週末にかけ雨、警戒促す=住宅被害4万棟超―堤防決壊125カ所・台風19号

台風19号による記録的な大雨で、17日までに確認された犠牲者は12都県で77人、行方不明者は10人に上った。東日本を中心とする被災地に残る災害の爪痕は深く、今も河川の護岸が壊れていたり、斜面が崩れやすくなったりしている。週末にかけて各地で降雨が予想されており、気象庁などは、少しの雨が大きな災害につながる恐れがあるとして警戒を呼び掛けている。

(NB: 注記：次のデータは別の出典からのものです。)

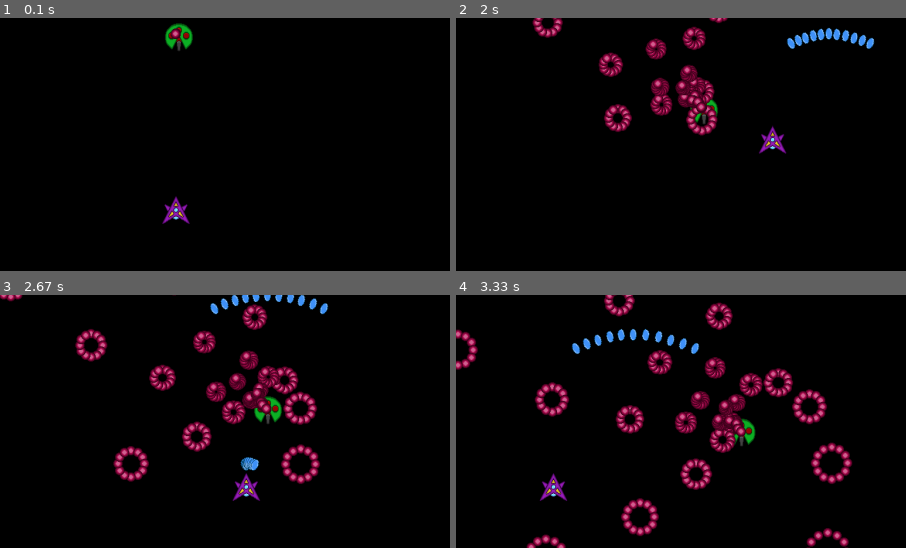
Above: before the commit, frames 1-4 (two rows, left to right).
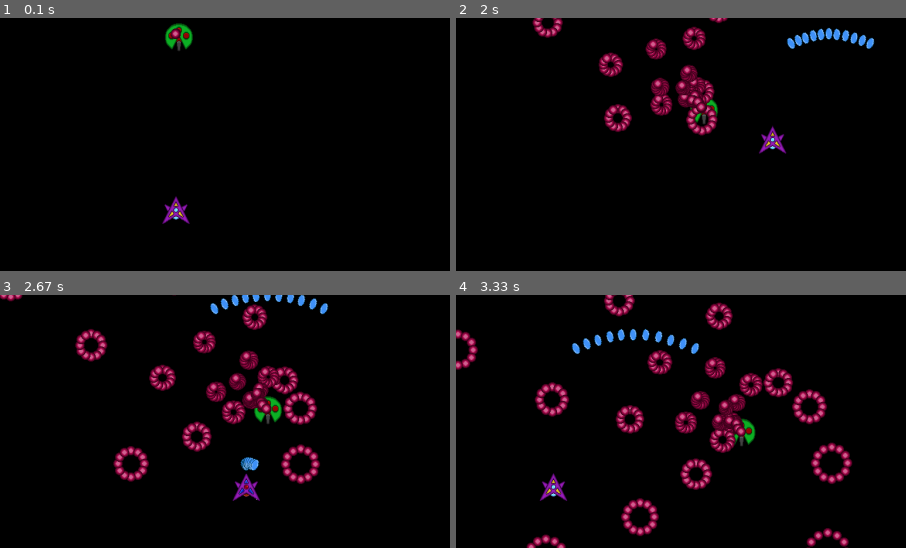
Above: after the commit, the same moments.

Repository: brendan-silva/Cosmic-bullet
Game: pygame game, started from test_level.py
Two runs of this game, one before a commit and one after it. Both use one fixed random seed, a clock stepped at 60 frames per second and the inputs below.
Inputs:
- Up to frame 1 (0.1 s): no input
- Up to frame 2 (2 s): hold Right 0.33-0.8 s; hold Up 0.83-1.13 s; tap Z at 0.9, 1.23, 1.53, 1.73 s; hold Right 1.17-1.63 s; hold Left from 1.67 s (still down)
- Up to frame 3 (2.67 s): tap Z at 2.03, 2.3, 2.63 s; release Left at 2.2 s; hold Down 2.23-2.53 s; hold Left from 2.57 s (still down)
- Up to frame 4 (3.33 s): tap Z at 2.93, 3.07 s; release Left at 2.97 s; hold Left from 3 s (still down)
The pictures show only the part of the screen within x 30-80%, y 12-62%; the shares and areas given below are measured in that part.

Frames 1-2 are identical in both runs. In frame 3, less than 0.1% of the frame differs, in the area x 53-58%, y 70-82%; in frame 4, nothing differs.

Commit message:
player and bullet Collision

Diff:
--- a/engine.py
+++ b/engine.py
@@ -3,7 +3,7 @@
 from pygame import Rect
 from pygame.locals import *
 import pygame
-from math import *
+import math
 Playermove = Vector2(0, 0)
 WIDTH = 1536
 HEIGHT = 864
@@ -87,23 +87,32 @@
         pass
 
 
+
+
+
 class Player(GameObject):
     def __init__(self):
         self.transform = Transform2D(0, 0, 0)
         self.sprite = pygame.sprite.Sprite()
         self.sprite.image = pygame.image.load("Cosmic-bullet\Sprites\Player.png")
         self.sprite.rect = self.sprite.image.get_rect(center=(0, 0))
-        self.diagonal_modifier = sqrt(2) / 2
+        self.diagonal_modifier = math.sqrt(2) / 2
         self.shotcooldown = 0
         self.bulletimg = pygame.image.load("Cosmic-bullet\Sprites\Player Bullet 1.png")
-        self.Laserimg = pygame.image.load("Cosmic-bullet\Sprites\Player Laser.png")
+        self.Laserimg = pygame.image.load("Cosmic-bullet\Sprites\Large Player Laser.png")
         self.v = Vector2(0, 400)
         self.vy = 0
         self.vx = 0
         self.shottype = 0
         self.xhold = False
-
-    def update(self, dt):
+        self.hp = 3
+        self.hitcooldown=0
+
+    def update(self, dt):
+        if self.hitcooldown >= 0:
+            self.hitcooldown -= dt
+            if self.hitcooldown <= 0:
+                self.sprite.image = pygame.image.load("Cosmic-bullet\Sprites\Player.png")
         global Playermove
         self.v = Vector2(0, 400)
         self.vy = 0
@@ -159,7 +168,12 @@
             self.xhold = True
         else:
             self.xhold=False
-
+    def checkifhit(self,Bull:GameObject):
+        distance=math.sqrt(abs(self.transform.pos.x-Bull.transform.pos.x)+abs(self.transform.pos.y-Bull.transform.pos.y))
+        if distance <= math.sqrt(4+Bull.Bullethit):
+            self.hp -= 1
+            self.sprite.image = pygame.image.load("Cosmic-bullet\Sprites\Player hit.png")
+            self.hitcooldown = 1
 
 class Player_bullet(GameObject):
     def __init__(self, pos: Vector2, speed: float, ang: float, image: pygame.image,dmg:float=0):
@@ -194,6 +208,10 @@
         self.a = pygame.Vector2(0, a[0])
         self.a = self.a.rotate(a[1])
         self.sprite.rect = self.sprite.image.get_rect()
+        if self.sprite.rect.width<self.sprite.rect.height:
+            self.Bullethit=self.sprite.rect.width*0.8
+        else:
+            self.Bullethit=self.sprite.rect.height*0.8
 
     def update(self, dt):
         self.transform.pos += self.v * dt
@@ -281,6 +299,7 @@
         self.shotdata = shotdata
         self.hp = hp
 
+
     def update(self, dt):
         self.transform.pos += self.v * dt
         self.v += self.a * dt
@@ -349,9 +368,16 @@
 
         for game_object in loaded_scene.objects:
             render(game_object, screen)
+        for game_object in loaded_scene.objects:
+            if isinstance(game_object,Player):
+                if game_object.hitcooldown<=0:
+                    for game_object2 in loaded_scene.objects:
+                        if isinstance(game_object2,Bullet):
+                            game_object.checkifhit(game_object2)
+                    if game_object.hp<=0:
+                        game_loop = False
         pygame.display.flip()
         screen.fill((0, 0, 0))
-
         delta_time = clock.tick(fps) / 1000
 
     pygame.quit()
Binary file added: Sprites/Player hit.png
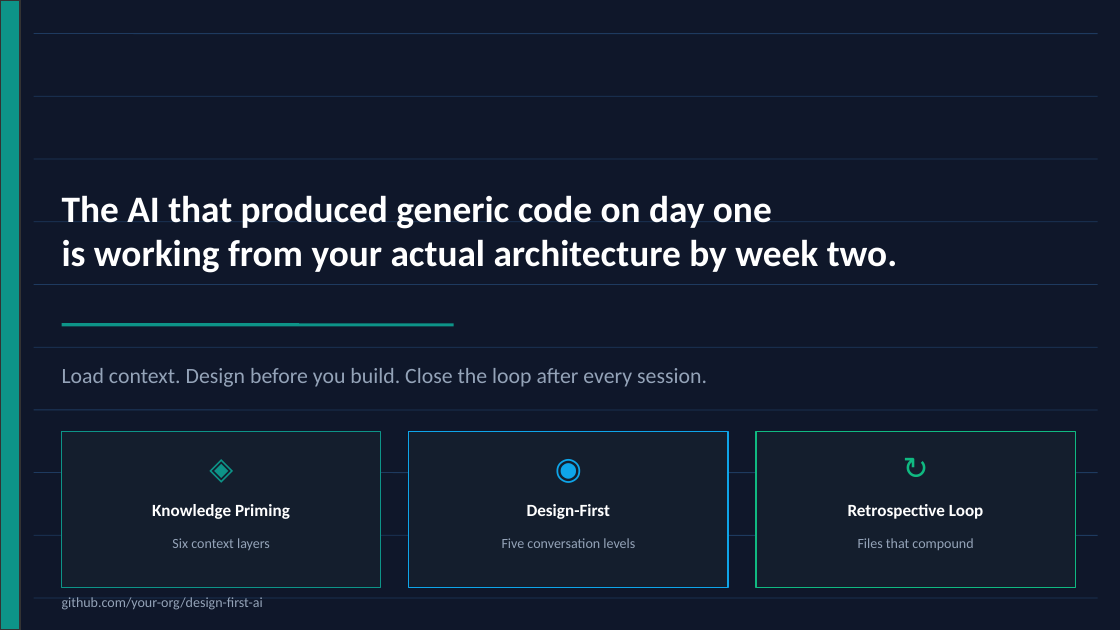
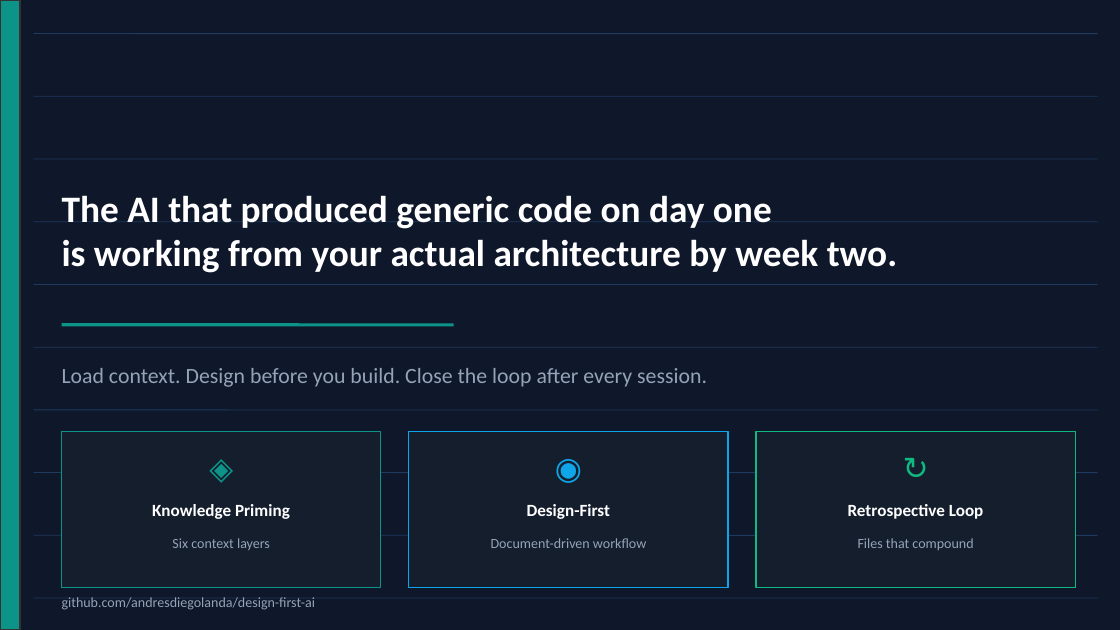
Before and after one commit to andresdiegolanda/design-first-ai, a slide deck: slide 9 of docs/design-first-ai.pptx. Drawn at 1120x630 pixels with LibreOffice and Linux fonts; fonts in the diff are those of the drawing. Boxes give left, top, right and bottom in pixels: in the first picture for what was removed or moved away, otherwise in the second. Text is boxed around its words. In the diff, an @@ line names an element or a change of style, - is before the commit and + after.

Commit message:
docs: update presentation for framework restructure
Slide 1 — Attribution includes Context Anchoring (third Garg pattern).

Slide 3 — Rewritten as three-column layout:
  Knowledge Priming (teal) / Design-First Collaboration (blue) /
  Context Anchoring (violet). Each card describes the pattern,
  its subtitle, and its key mechanism.

Slide 5 — Rule label updated from 'no code until Level 5 is
  approved' to 'design before code' (document-driven model).

Slide 6 — Four-column flow updated for document-driven workflow:
  ONBOARDING (once) / FOR EACH FEATURE / DESIGN + EXECUTION /
  AFTER EVERY SESSION. Column 3 now shows the three-step workflow:
  app-description + story / impl-guide draft / iterate each
  dimension / approve / agent executes.

Slide 8 — Three stale references fixed:
  guides/adoption.md → context/README.md
  levels/master-prompt.md → docs/design-workflow.md
  examples/01-rag-endpoint → examples/01-spring-mvc

Slide 9 — 'Five conversation levels' → 'Document-driven workflow'.
  GitHub URL placeholder replaced with real repo URL.

```diff
--- a/docs/design-first-ai.pptx
+++ b/docs/design-first-ai.pptx
@@ text at [491,538,646,548]: text changed @@
-Five conversation levels
+Document-driven workflow
@@ text at [62,597,315,610]: text changed @@
-github.com/your-org/design-first-ai
+github.com/andresdiegolanda/design-first-ai
```
Also in this commit, not shown: 5 other slides changed.
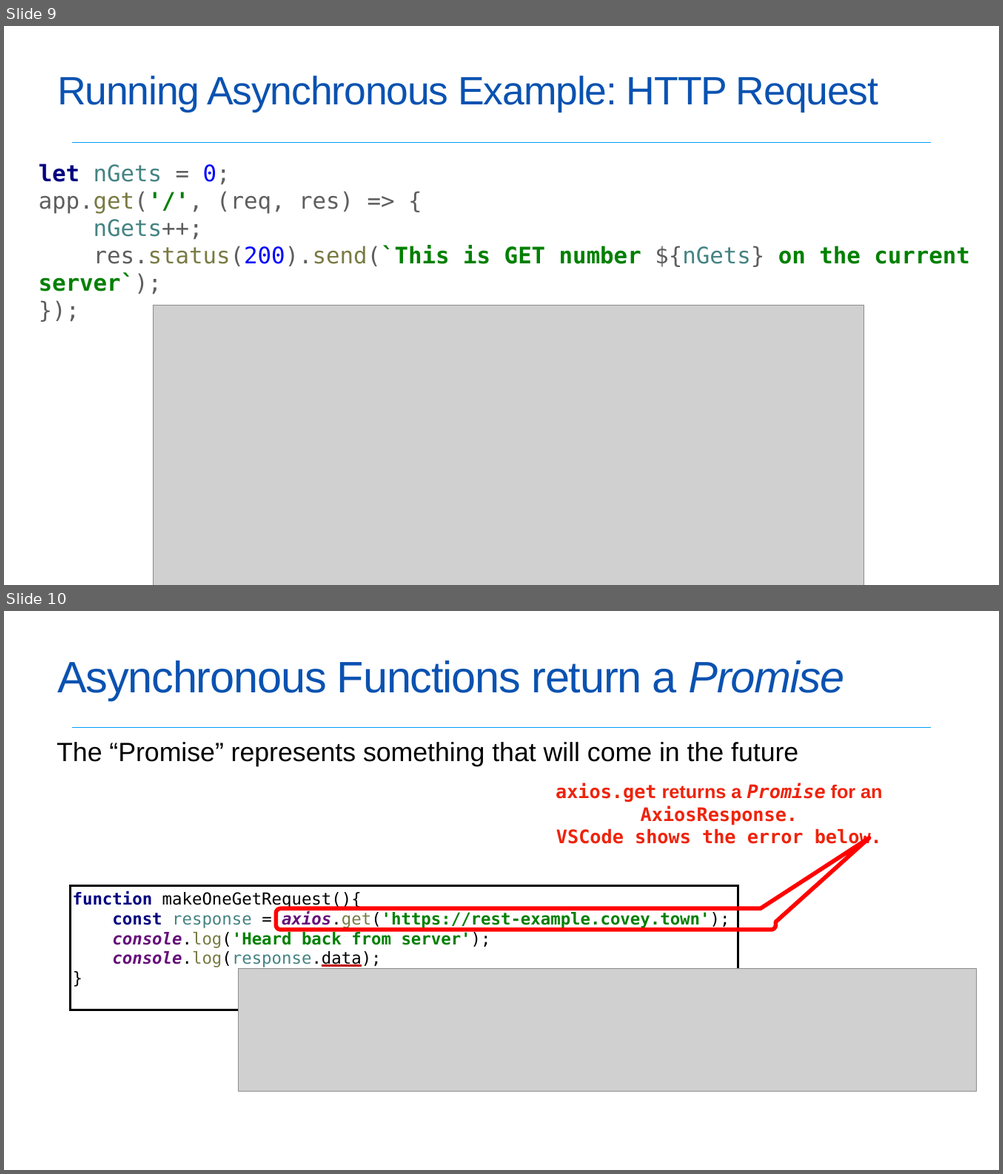
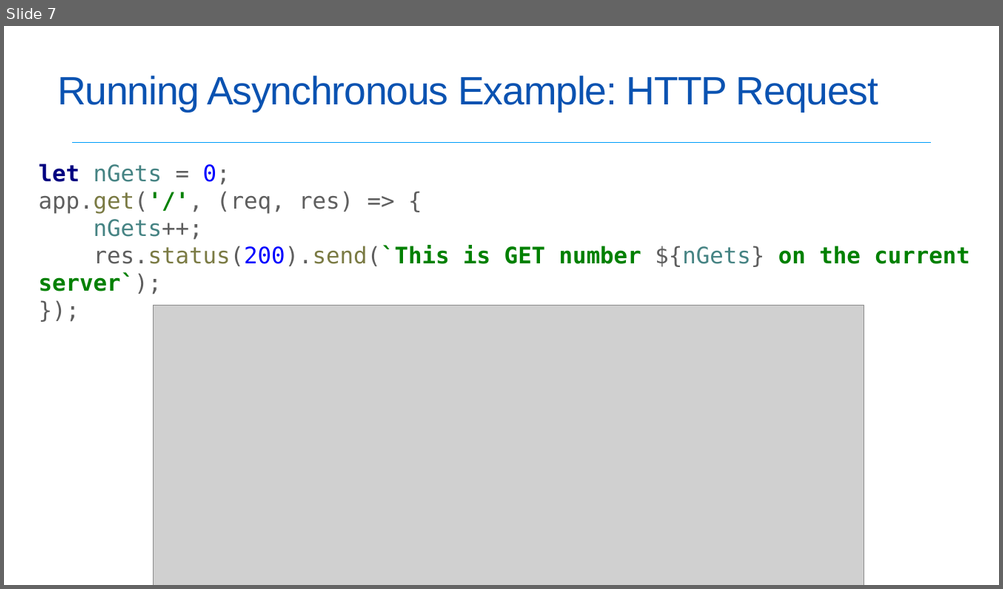
Before and after one commit to neu-se/CS4530-Spring-2022, a slide deck: Slides/Lesson 4.1 Concurrent Programming.pptx. Shown one above the other, each under a label of ours: slides 9 and 10 before the commit, slide 7 after it. The pictures are 1003x1174 and 1003x589 pixels, drawn with LibreOffice and Linux fonts; fonts in the diff are those of the drawing; grey boxes stand for pictures. Boxes give left, top, right and bottom in pixels: in the first picture for what was removed or moved away, otherwise in the second. Text is boxed around its words. In the diff, an @@ line names an element or a change of style, - is before the commit and + after.

```diff
--- a/Slides/Lesson 4.1 Concurrent Programming.pptx
+++ b/Slides/Lesson 4.1 Concurrent Programming.pptx
@@ slide 10 removed at <box>4,611,999,1170</box>, background #FFFFFF; not listed: 1 template element that a slide beside it also shows @@
@@ title removed at <box>57,661,844,701</box> @@
-Asynchronous Functions return a Promise
@@ text removed at <box>57,742,798,767</box> @@
-The “Promise” represents something that will come in the future
@@ text removed at <box>555,783,882,848</box> @@
-axios.get returns a Promise for an AxiosResponse.
-VSCode shows the error below.
@@ freeform shape removed at <box>276,838,869,930</box> @@
@@ rectangle removed at <box>71,886,738,1010</box> @@
-function makeOneGetRequest(){
-const response = axios.get('https://rest-example.covey.town');
-console.log('Heard back from server');
-console.log(response.data);
-}
@@ picture removed at <box>239,968,976,1091</box> @@
@@ line removed from (322, 966) to (361, 966) @@
@@ what was slide 9 is now slide 7 @@
```
Also in this commit, not shown: 16 slides changed, 4 other slides removed, 1 other file.
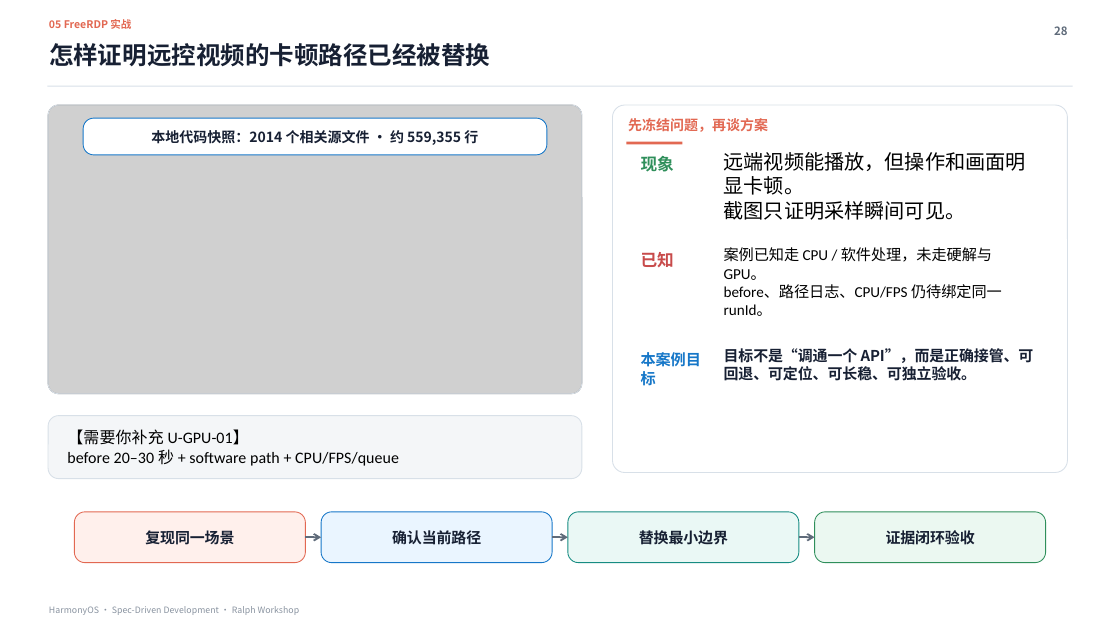
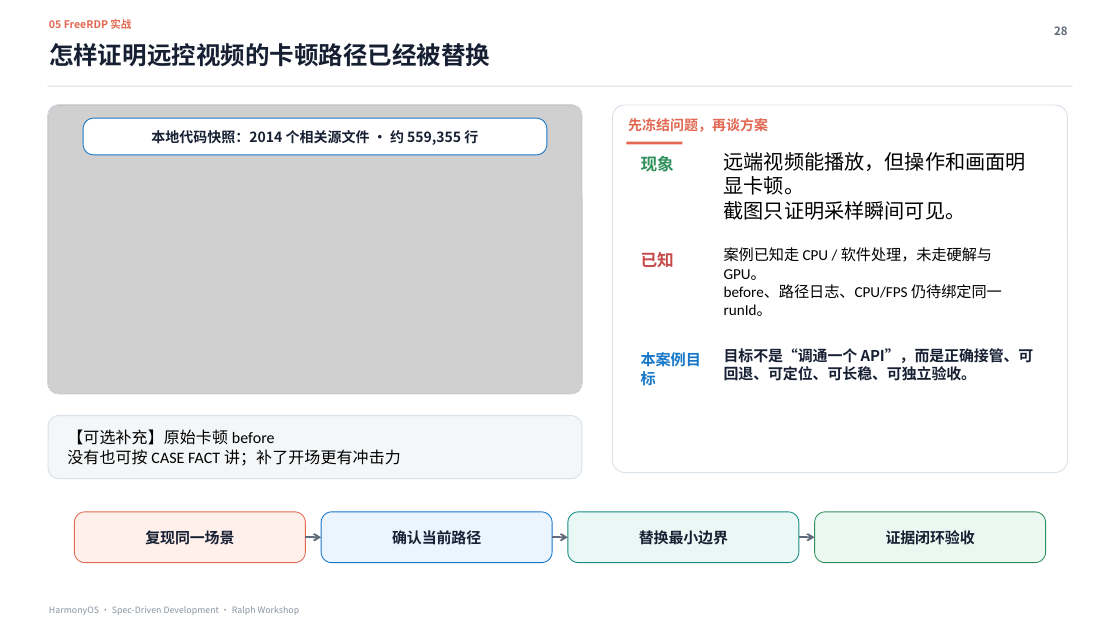
Before and after one commit to xiaomu120413/harmonyos-sdd-ralph-workshop, a slide deck: slide 28 of deliverables/HarmonyOS_SDD_Ralph_Workshop_MDM证据增强版.pptx. Drawn at 1120x630 pixels with LibreOffice and Linux fonts; fonts in the diff are those of the drawing; grey boxes stand for pictures. Boxes give left, top, right and bottom in pixels: in the first picture for what was removed or moved away, otherwise in the second. Text is boxed around its words. In the diff, an @@ line names an element or a change of style, - is before the commit and + after.

```diff
--- a/deliverables/HarmonyOS_SDD_Ralph_Workshop_MDM证据增强版.pptx
+++ b/deliverables/HarmonyOS_SDD_Ralph_Workshop_MDM证据增强版.pptx
@@ text at (x1=67, y1=429, x2=401, y2=466): text changed @@
-【需要你补充 U-GPU-01】
-before 20–30 秒 + software path + CPU/FPS/queue
+【可选补充】原始卡顿 before
+没有也可按 CASE FACT 讲；补了开场更有冲击力
```
Also in this commit, not shown: 3 other slides changed, 7 other files.

政府によると、避難所に身を寄せる人は同日午後2時現在11都県で約4000人。床上や床下浸水、家屋の一部損壊など住宅被害は全国で4万1500棟以上に上る。
安倍晋三首相は17日、台風19号を「特定非常災害」に指定する考えを表明。政府は支援を急ぐが、被災者の生活再建には時間がかかる見通しだ。
国土交通省によると、新たに利根川水系の新川や中川で堤防の決壊が判明。決壊した箇所は17日午後1時現在で、東北や関東など68河川の計125カ所に上った。
浸水は宮城県大崎市、角田市、大郷町と福島県相馬市、長野市などで続く一方、同日正午までに17府県69市町村の100カ所で解消した。土砂災害は同日午後6時現在で静岡や群馬など計20都県で308件確認された。
千曲川の堤防が約70メートルにわたって決壊し、大規模な浸水被害を出した長野市穂保では、仮堤防の復旧工事が進められた。
同省北陸地方整備局によると、決壊した所にコンクリートブロックを投入した上で、元と同じ高さ5メートルまで盛り土をした。今後、鉄板を設置する補強工事も行うという。
一方、不明者の捜索は同日も続けられた。27人が犠牲となり、小4男児(10)ら2人の安否が分かっていない福島県では、警察や消防などが120人態勢で黒石川の土砂を掘り起こすなどした。